Cinema B, paranoia urbana e crítica social

Passei os meses de março e abril deste ano fazendo uma peregrinação pessoal pelo cinema de Larry Cohen (apenas como diretor, se fosse como roteirista também, tava até hoje maratonando), algo que recomendo imensamente não apenas aos fãs de filmes de horror ou exploitation, mas a qualquer um realmente interessado em CINEMA.

Uma confirmação óbvia: Cohen foi um dos grandes nomes do cinema americano, com um talento descomunal em transformar limitações orçamentárias em força criativa. E repito: um dos grandes diretores não só de cinema de gênero, não só como independente e marginal, mas um nome a ser colocado ao lado de gente grande da sua geração, como Carpenter, De Palma, Flynn, Milius, Cimino e por aí vai.
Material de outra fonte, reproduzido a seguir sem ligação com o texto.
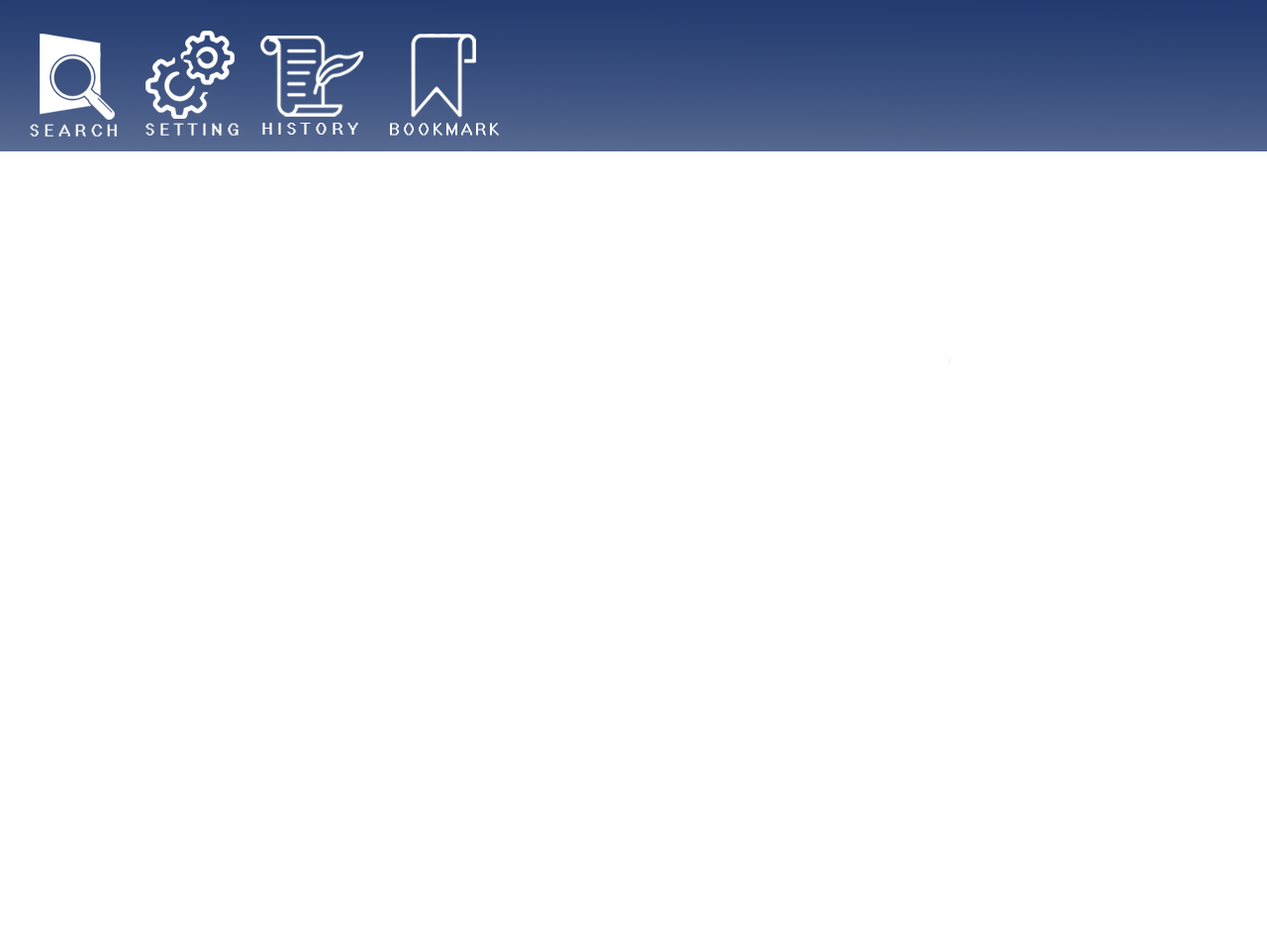
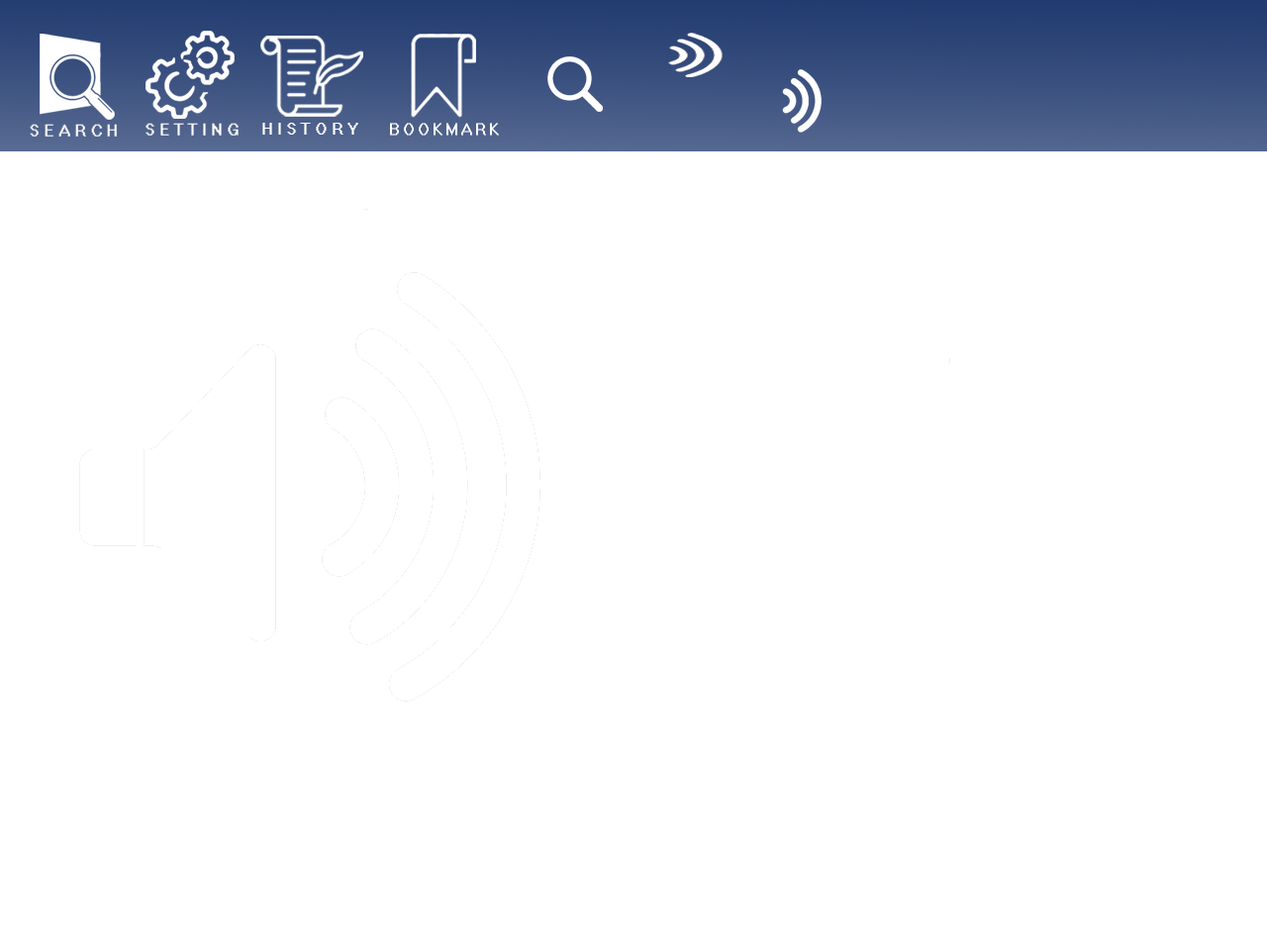
Before/after of a (1267, 950) layered artwork. What changed in the layer stack:
added layer "Layer 2" above "SpeakButtonIcon" over [363, 69, 822, 211]
added layer "SpeakButtonIcon" above "SearchButtonIcon" over [79, 32, 723, 702]
added layer "SearchButtonIcon" above "B O O K M A R K" over [547, 56, 603, 112]

Cohen sempre foi um autor subestimado, que transita entre gêneros fazendo comentários precisos sobre o estado das coisas, sobre o sistema, tratando de temas existenciais, filmes cuja superfície parecem um exemplar corriqueiro de um gênero qualquer, mas que de repente examina os pesadelos do consumismo, como em A COISA (The Stuff, 1985), ou o caos da paranoia urbana num filme de monstro como Q - A SERPENTE ALADA (Q, 1982). Apresenta arquétipos de personagens do mundo real sendo lançados em horrores maiores que a vida, uma habilidade que Cohen sempre executa com perfeição.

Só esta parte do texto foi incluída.